Sec.  63.7500  What emission limits, work practice standards, and 
operating limits must I meet?

    (a) You must meet the requirements in paragraphs (a)(1) and (2) of 
this section. You must meet these requirements at all times.
    (1) You must meet each emission limit and work practice standard in 
Table 1 through 3 to this subpart that applies to your boiler or 
process heater, for each boiler or process heater at your source, 
except as provided under Sec.  63.7522.
    (2) You must meet each operating limit in Table 4 to this subpart 
that applies to your boiler or process heater. If you use a control 
device or combination of control devices not covered in Table 4 to this 
subpart, or you wish to establish and monitor an alternative operating 
limit and alternative monitoring parameters, you must apply to the 
United States Environmental Protection Agency (EPA) Administrator for 
approval of alternative monitoring under Sec.  63.8(f).
    (b) As provided in Sec.  63.6(g), EPA may approve use of an 
alternative to the work practice standards in this section.
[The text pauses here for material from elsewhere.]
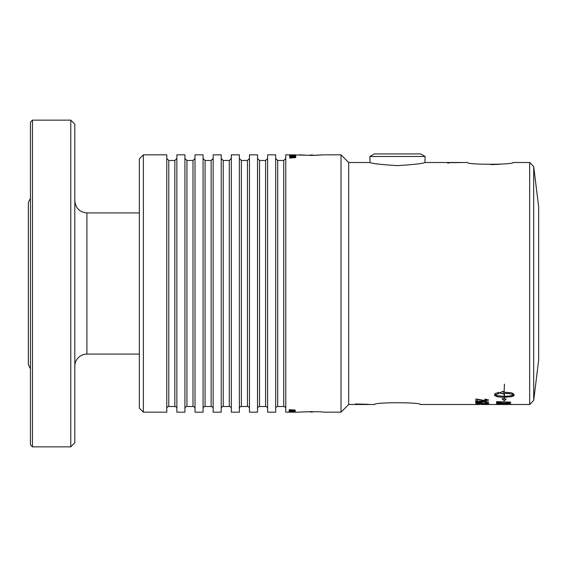 <?xml version="1.0" encoding="UTF-8"?>
<svg xmlns="http://www.w3.org/2000/svg" width="567" height="567" viewBox="0 0 567 567"><rect width="100%" height="100%" fill="white"/><g stroke="black" fill="none" stroke-linecap="round" stroke-linejoin="round"><path stroke-width="0.85" d="M447.554 162.672L449.064 163.027L447.554 163.027L447.554 162.594L460.34 162.594L449.064 162.651M447.554 162.523L460.34 162.502L447.554 162.523M479.717 404.498L420.211 404.498C421.586 402.173 373.384 402.173 374.752 404.498L355.445 404.498L359.315 404.413L355.445 403.938L368.231 404.349L348.677 404.498L348.677 162.502L370.038 162.502L369.854 156.492L425.108 156.492L420.671 153.926L374.291 153.926L369.854 156.492M425.108 156.492L424.924 162.502L467.52 162.502C466.145 164.827 514.354 164.827 512.979 162.502L529.663 162.502L533.696 166.535L538.65 206.863L538.65 360.137L533.696 400.465L533.696 166.535M490.951 164.643L499.938 164.253M533.696 400.465L529.663 404.498L529.663 162.502M424.924 162.502C423.28 163.537 414.13 164.579 397.481 165.628C380.833 164.579 371.69 163.537 370.038 162.502M496.536 403.619L510.654 403.888L510.654 404.441L498.138 403.824L498.138 404.377L496.536 404.363L496.536 403.619M496.536 401.62L510.654 402.131L510.654 402.783L504.878 403.513L496.869 402.868L496.536 401.62M494.509 395.419L495.019 393.562L498.804 392.392L498.804 393.661L494.906 394.859L497.188 395.688L504.113 396.29L504.113 393.37L504.439 396.29L510.215 395.894L513.114 395.156L513.638 394.866L512.795 394.405L509.372 393.611L503 393.3L503 393.916L499.492 392.938L503 391.315L503 392.003L511.859 392.86L514.035 394.263L513.922 395.731L512.214 396.553L504.439 397.311L504.439 398.955L506.14 399.147L504.276 400.855L501.979 398.665L504.113 398.913L504.113 397.311L497.309 396.772L494.509 395.419M504.113 391.868L504.439 384.206L504.113 391.868M496.295 404.498L509.683 404.498M484.842 399.452L485.012 399.048L488.711 400.054L485.182 400.912L477.386 399.515L477.386 400.919L475.876 400.919L475.876 398.97L485.21 400.571L487.422 400.04L484.842 399.452M498.138 402.719L498.138 402.372C497.202 402.839 499.477 403.144 504.977 403.3L508.812 403.045L509.046 402.379L498.138 401.925L509.046 402.379M487.372 404.363L475.663 404.221L486.94 404.292M481.298 404.498L496.409 404.498M485.536 402.627L487.422 402.046L486.025 401.663L482.474 401.528L484.175 402.074L480.022 402.662L475.663 402.038C474.976 401.627 477.038 401.358 481.865 401.23L488.711 402.06L485.458 402.393M477.386 403.803L475.876 403.803L475.876 402.861L485.21 403.654L487.422 403.406L485.012 402.896L488.711 403.406L485.182 403.803L477.386 403.144L477.386 403.803M289.687 156.435L295.74 156.435M293.182 156.924L290.403 156.457L290.403 156.981L289.687 156.981L289.687 156.35L295.74 156.35L295.74 156.96L295.024 156.96L295.024 156.457L293.182 156.457L293.182 156.924M299.475 154.834L309.213 155.386A6.981 6.981 0 0 1 313.927 155.386L323.672 154.834L311.574 155.408L291.523 154.848M293.855 154.834L294.443 154.834M291.523 154.841L285.761 154.834L285.761 412.166L290.999 412.159M289.687 154.862L295.74 154.876L289.687 154.862M289.687 154.968L290.403 154.947M289.588 155.365L295.846 155.28L290.545 155.145M295.046 155.238L295.797 155.323M290.276 155.28L295.159 155.28L290.687 155.45M294.124 155.493L295.159 155.28M289.687 155.812L295.74 155.89L289.687 156.23L289.687 155.812M289.687 155.89L295.74 155.89M289.687 155.677L295.74 155.606L289.687 155.677M289.687 157.151L295.74 157.151L295.74 157.598L289.687 158.073L292.374 157.435L289.687 157.151M289.687 157.279L295.74 157.236M292.374 157.435L289.687 157.973M293.068 157.569L295.074 157.605M323.672 154.834L341.015 154.834L348.677 162.502M348.677 404.498L341.015 412.166L341.015 154.834M289.163 410.891L295.216 410.891L289.163 411.436L291.849 411.082L289.163 410.891L291.849 410.983M289.163 410.395L290.999 410.295L290.999 409.92L289.163 409.679L295.216 410.047L289.163 410.522L295.216 410.047M291.112 411.663L295.322 411.819L291.112 411.663M295.216 410.721L289.163 410.621L295.216 410.721M289.163 412.152L295.216 412.003L289.163 412.131M311.574 411.592C280.849 412.84 318.704 410.919 323.672 412.166L341.015 412.166M295.216 411.103L289.163 411.344M292.544 411.167L294.549 410.898L292.544 411.167M294.549 410.983L292.544 410.983M290.999 409.92L289.163 409.679M294.578 410.111L291.651 409.955M295.258 411.777L294.592 411.84M289.808 411.855L289.12 411.784M293.153 411.748L291.757 411.855M295.216 410.621L289.163 410.621M293.33 412.166L294.578 412.166L293.33 412.166M293.94 412.166L291.651 412.152M289.879 412.053L289.163 412.003M292.657 412.003L291.941 412.003M295.216 412.003L294.5 412.053M176.861 154.834L184.927 154.834L184.927 412.166L176.861 412.166L176.861 154.834M143.38 154.834L139.347 158.866L139.347 408.134L143.38 412.166L143.38 154.834L166.776 154.834L166.776 412.166L143.38 412.166M176.861 408.531A2.02 2.02 0 0 0 174.842 406.518L174.842 160.482L168.789 160.482L166.776 158.469M168.789 160.482L168.789 406.518A2.02 2.02 0 0 0 166.776 408.531M267.61 154.834L275.675 154.834L275.675 412.166L267.61 412.166L267.61 154.834M249.459 154.834L257.524 154.834L257.524 412.166L249.459 412.166L249.459 154.834M231.308 154.834L239.373 154.834L239.373 412.166L231.308 412.166L231.308 154.834M213.157 154.834L221.222 154.834L221.222 412.166L213.157 412.166L213.157 154.834M195.005 154.834L203.078 154.834L203.078 412.166L195.005 412.166L195.005 154.834M195.005 408.531A2.02 2.02 0 0 0 192.993 406.518L192.993 160.482L186.94 160.482L186.94 406.518A2.02 2.02 0 0 0 184.927 408.531M213.157 408.531A2.02 2.02 0 0 0 211.144 406.518L211.144 160.482L205.091 160.482L205.091 406.518A2.02 2.02 0 0 0 203.078 408.531M231.308 408.531A2.02 2.02 0 0 0 229.295 406.518L229.295 160.482L223.242 160.482L223.242 406.518A2.02 2.02 0 0 0 221.222 408.531M249.459 408.531A2.02 2.02 0 0 0 247.439 406.518L247.439 160.482L241.393 160.482L241.393 406.518A2.02 2.02 0 0 0 239.373 408.531M267.61 408.531A2.02 2.02 0 0 0 265.59 406.518L265.59 160.482L259.544 160.482L259.544 406.518A2.02 2.02 0 0 0 257.524 408.531M285.761 408.531A2.02 2.02 0 0 0 283.741 406.518L283.741 160.482L277.695 160.482L277.695 406.518A2.02 2.02 0 0 0 275.675 408.531M313.927 411.614A6.981 6.981 0 0 1 309.213 411.614M482.191 404.065L476.953 404.228M476.953 402.038L479.93 402.421L482.786 402.024L480.022 401.578L476.953 402.038L480.022 401.493L482.786 402.024M364.453 404.271L360.697 404.193M368.231 404.264L366.892 404.285M360.697 404.37L359.315 404.377M359.315 404.165L355.445 403.938M365.871 404.214L364.453 404.193M488.711 403.328L485.182 403.725L477.386 403.144M487.422 403.406L484.842 403.024M477.386 403.725L475.876 403.725M488.711 401.975L485.536 402.549M484.175 401.989L480.022 402.584L475.663 401.953M487.422 402.046L482.474 401.528M488.711 404.143L487.372 404.278M487.422 404.221L482.191 403.988M477.414 404.292L475.72 404.186M477.386 400.834L475.876 400.834M487.422 400.04L484.842 399.366M477.386 399.515L479.845 400.096M488.711 399.969L485.182 400.826L479.845 400.011M510.654 404.498L529.663 404.498M504.439 384.199L504.113 391.776M514.035 394.178L513.922 395.638L512.214 396.461L504.439 397.226L504.439 398.87M503 391.223L503 391.91M513.638 394.866L509.372 393.519L503 393.207L503 393.831L499.492 392.846M504.439 393.37L504.439 396.205M498.804 392.3L498.804 393.576L494.906 394.859M504.113 397.311L497.309 396.68L494.509 395.334M506.14 399.062L504.276 400.77L501.979 398.58M510.654 402.698L504.878 403.428L496.536 402.386M498.138 404.292L496.536 404.278M503.042 403.91L498.138 403.824M504.651 404.314L503.042 404.299M509.046 404.009L504.651 403.938M510.654 404.356L509.046 404.349M70.783 283.5L70.783 446.853L74.816 442.82L74.816 124.18L70.783 120.147L70.783 283.5M32.461 120.147L30.448 122.167L30.448 444.833L32.461 446.853L32.461 120.147L70.783 120.147M139.347 212.916L86.914 212.916L86.914 354.084A12.098 12.098 0 0 0 74.816 366.183M299.475 412.166L295.216 412.166M174.842 160.482L176.861 158.469M168.789 406.518L174.842 406.518M192.993 160.482L195.005 158.469M186.94 406.518L192.993 406.518M186.94 160.482L184.927 158.469M211.144 160.482L213.157 158.469M205.091 406.518L211.144 406.518M205.091 160.482L203.078 158.469M229.295 160.482L231.308 158.469M223.242 406.518L229.295 406.518M223.242 160.482L221.222 158.469M247.439 160.482L249.459 158.469M241.393 406.518L247.439 406.518M241.393 160.482L239.373 158.469M265.59 160.482L267.61 158.469M259.544 406.518L265.59 406.518M259.544 160.482L257.524 158.469M283.741 160.482L285.761 158.469M277.695 406.518L283.741 406.518M277.695 160.482L275.675 158.469M32.461 446.853L70.783 446.853M86.914 354.084L139.347 354.084M86.914 212.916C79.564 212.2 75.531 208.167 74.816 200.817M28.35 210.038L28.35 364.531L30.448 368.741M30.448 198.259L28.35 202.469L28.35 364.531"/></g></svg>
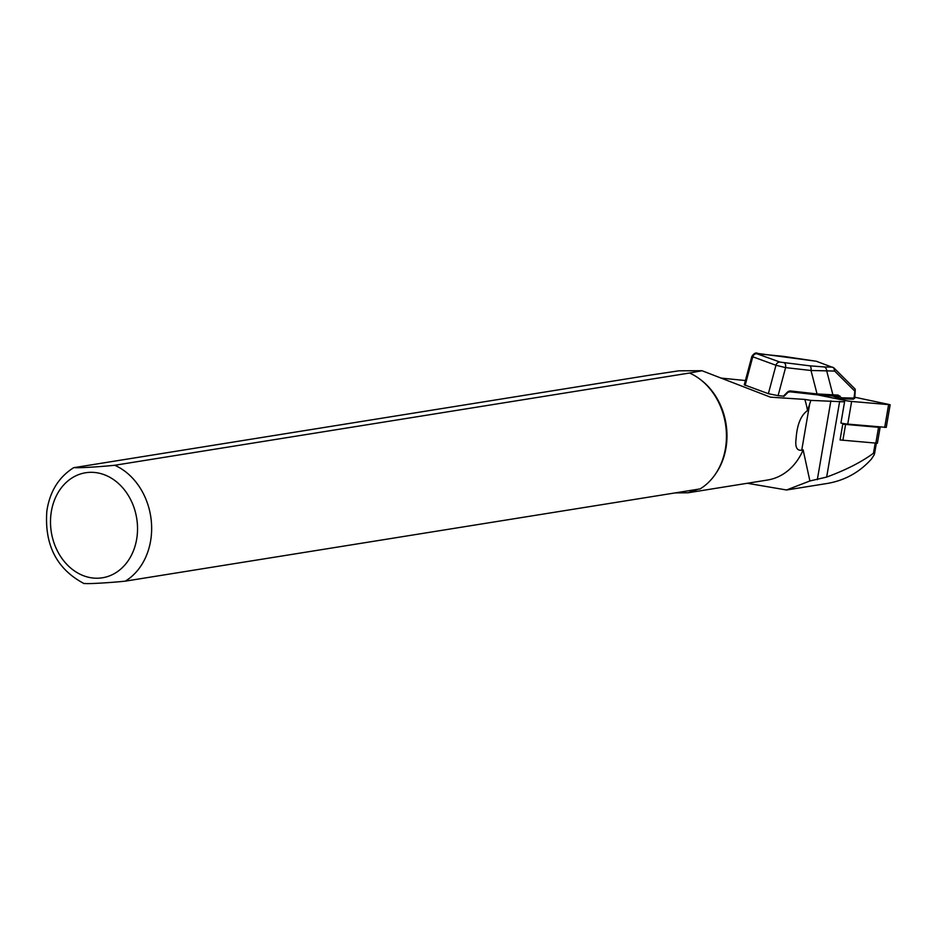 <?xml version="1.0" encoding="UTF-8"?>
<svg xmlns="http://www.w3.org/2000/svg" width="937" height="937" viewBox="0 0 937 937"><rect width="100%" height="100%" fill="white"/><g stroke="black" fill="none" stroke-linecap="round" stroke-linejoin="round"><path stroke-width="1.41" d="M840.056 439.945L842.89 423.442M721.185 378.103L745.407 380.539M844.565 401.844L810.892 400.392L804.801 399.42A62.041 50.457 80.9 0 1 807.495 410.593C800.866 415.29 797.059 424.672 796.087 438.727C794.986 447.043 796.86 450.873 801.732 450.205L803.138 449.889L809.896 480.974L826.657 477.074C845.818 470.034 861.431 462.093 873.471 453.227L874.537 453.004L874.233 454.75L871.445 459.036C859.58 472.283 844.881 480.423 827.348 483.445L786.576 489.992L747.281 483.269M809.896 480.974L786.576 489.969M803.138 449.889A62.041 50.457 80.9 0 1 767.544 480.025L688.098 492.768L698.252 489.196M804.801 399.42L770.401 397.159L702.012 370.724L689.55 373.02A63.318 51.488 80.9 0 1 700.15 379.344A63.318 51.488 80.9 0 1 715.364 474.204A63.318 51.488 80.9 0 1 700.103 488.903L125.289 581.151C109.863 582.779 85.806 584.126 84.927 583.411M700.15 379.344L701.192 380.153A62.041 50.457 80.9 0 1 716.114 473.115L715.364 474.204M675.12 492.909L688.098 492.768M702.012 370.724L678.88 370.806L649.189 375.28L73.636 467.704C58.703 477.167 49.766 491.609 46.85 511.04C44.332 544.983 56.782 569.192 84.189 583.646M810.892 400.392L807.495 410.593M74.386 467.528C75.159 468.254 99.193 466.907 114.747 465.267L689.55 373.02M744.271 384.814L768.363 393.692L778.097 395.648L784 396.187L787.396 392.931L783.976 396.363M816.127 361.237L783.496 356.365L756.827 353.741L780.052 362.104L809.744 365.817A4.053 2.003 96.4 0 1 810.997 370.478L785.581 367.62L775.965 365.266L751.849 356.447M784.339 362.959A4.053 2.003 96.4 0 1 785.581 367.62L778.097 395.648M758.08 353.507A4.053 2.003 -83.6 0 0 757.857 353.46C755.89 352.3 753.898 353.296 751.872 356.447M809.744 365.817L824.091 366.941A4.053 3.291 91.5 0 1 826.703 370.865L810.997 370.478L817.052 393.938L838.193 395.109A1.007 0.82 91.5 0 1 837.362 396.14M816.256 361.237L757.857 353.46M838.193 395.109L841.403 397.78L854.79 398.108L853.174 399.15A1.007 0.82 -88.5 0 0 854.029 398.12L855.083 389.031L833.778 367.808L816.396 361.284M854.439 390.776L834.656 371.075L833.778 367.808M834.656 371.075L826.703 370.865L832.934 394.969A1.007 0.82 91.5 0 1 831.939 395.976L790.278 391.818M840.009 396.093A1.007 0.668 140.6 0 1 838.545 396.866L837.42 396.128M840.688 398.799L853.033 399.127A1.007 0.82 -88.5 0 0 853.174 399.15L840.548 398.811A1.007 0.82 91.5 0 1 840.407 398.787A1.007 0.878 109.8 0 1 840.231 398.752L832.618 396.011M832.888 396.011L839.939 398.553A1.007 0.668 140.6 0 0 841.403 397.78A1.007 0.82 91.5 0 1 840.548 398.811A1.007 1.007 0 0 1 840.231 398.752A1.007 0.878 109.8 0 1 839.939 398.553L836.448 396.105M783.344 396.234L787.162 392.392A5.06 4.369 -70.2 0 1 790.816 390.987L817.052 393.938L816.467 394.77L837.35 396.14A1.007 0.82 91.5 0 1 837.198 396.117L832.22 395.976M790.816 390.987L790.219 391.83L816.396 394.758M842.761 424.156L880.101 427.459L877.383 443.248L840.161 439.968M880.101 427.459L878.683 426.885M817.638 394.899L844.811 400.427L840.922 423.067A7.601 0.773 9.7 0 0 847.739 424.098L886.261 427.377L890.15 404.725L854.837 397.241M844.811 400.427A7.601 0.773 9.7 0 0 851.628 401.458L890.15 404.725M801.732 450.205L809.744 403.566M817.322 479.685L830.861 400.86M826.657 477.074L839.657 401.399M873.471 453.227L875.181 443.248M114.747 465.267A63.318 51.488 80.9 0 1 151.337 521.464A63.318 51.488 80.9 0 1 125.289 581.151M137.27 522.858A53.186 43.243 80.9 0 1 76.553 572.296A53.186 43.243 80.9 0 1 68.225 480.669A53.186 43.243 80.9 0 1 137.27 522.858M768.363 393.692L775.965 365.266A4.053 3.502 109.8 0 1 780.052 362.104M756.827 353.741A4.053 3.502 -70.2 0 0 752.739 356.915L745.149 385.341M824.091 366.941L832.735 367.163M840.079 398.67L832.688 396.011M787.162 392.392L790.16 391.807A4.053 3.502 109.8 0 0 787.396 392.779M845.572 424.543L842.867 440.343M878.531 427.518L875.814 443.306M851.628 401.458L847.739 424.098M888.581 404.784L884.692 427.436M876.341 443.342L874.572 453.649M855.258 389.745L854.802 398.049M751.861 356.376L744.306 384.674"/></g></svg>

General Compliance Requirements


Sec.  63.7505  What are my general requirements for complying with this 
subpart?

    (a) You must be in compliance with the emission limits and 
operating limits in this subpart. These limits apply to you at all 
times.
    (b) At all times you must operate and maintain any affected source, 
including associated air pollution control equipment and monitoring 
equipment, in a manner consistent with safety and good air pollution 
control practices for minimizing emissions. The general duty to 
minimize emissions does not require you to make any further efforts to 
reduce emissions if levels required by this standard have been 
achieved. Determination of whether such operation and maintenance 
procedures are being used will be based on information available to the 
Administrator which may include, but is not limited to, monitoring 
results, review of operation and maintenance procedures, review of 
operation and maintenance records, and inspection of the source.
    (c) You can demonstrate compliance with the applicable emission 
limit for HCl or mercury using fuel analysis if the emission rate 
calculated according to Sec.  63.7530(d) is less than the applicable 
emission limit. Otherwise, you must demonstrate compliance for HCl or 
mercury using performance stack testing. You must demonstrate 
compliance with all other applicable limits using performance stack 
testing, or the continuous monitoring system (CMS) where applicable.
    (d) If you demonstrate compliance with any applicable emission 
limit through performance stack testing, you must develop a site-
specific monitoring plan according to the requirements in paragraphs 
(d)(1) through (4) of this section. This requirement also applies to 
you if you petition the EPA Administrator for alternative monitoring 
parameters under Sec.  63.8(f).
    (1) For each CMS required in this section, you must develop, and 
submit to the permitting authority for approval upon request, a site-
specific monitoring plan that addresses paragraphs (d)(1)(i) through 
(iii) of this section. You must submit this site-specific monitoring 
plan, if requested, at least 60 days before

[[Page 32051]]

your initial performance evaluation of your CMS.
    (i) Installation of the CMS sampling probe or other interface at a 
measurement location relative to each affected process unit such that 
the measurement is representative of control of the exhaust emissions 
(e.g., on or downstream of the last control device);
    (ii) Performance and equipment specifications for the sample 
interface, the pollutant concentration or parametric signal analyzer, 
and the data collection and reduction systems; and
    (iii) Performance evaluation procedures and acceptance criteria 
(e.g., calibrations).
    (2) In your site-specific monitoring plan, you must also address 
paragraphs (d)(2)(i) through (iii) of this section.
    (i) Ongoing operation and maintenance procedures in accordance with 
the general requirements of Sec.  63.8(c)(1)(i) and (ii), (c)(3), and 
(c)(4)(ii);
    (ii) Ongoing data quality assurance procedures in accordance with 
the general requirements of Sec.  63.8(d); and
    (iii) Ongoing recordkeeping and reporting procedures in accordance 
with the general requirements of Sec.  63.10(c), (e)(1), and (e)(2)(i).
    (3) You must conduct a performance evaluation of each CMS in 
accordance with your site-specific monitoring plan.
    (4) You must operate and maintain the CMS in continuous operation 
according to the site-specific monitoring plan.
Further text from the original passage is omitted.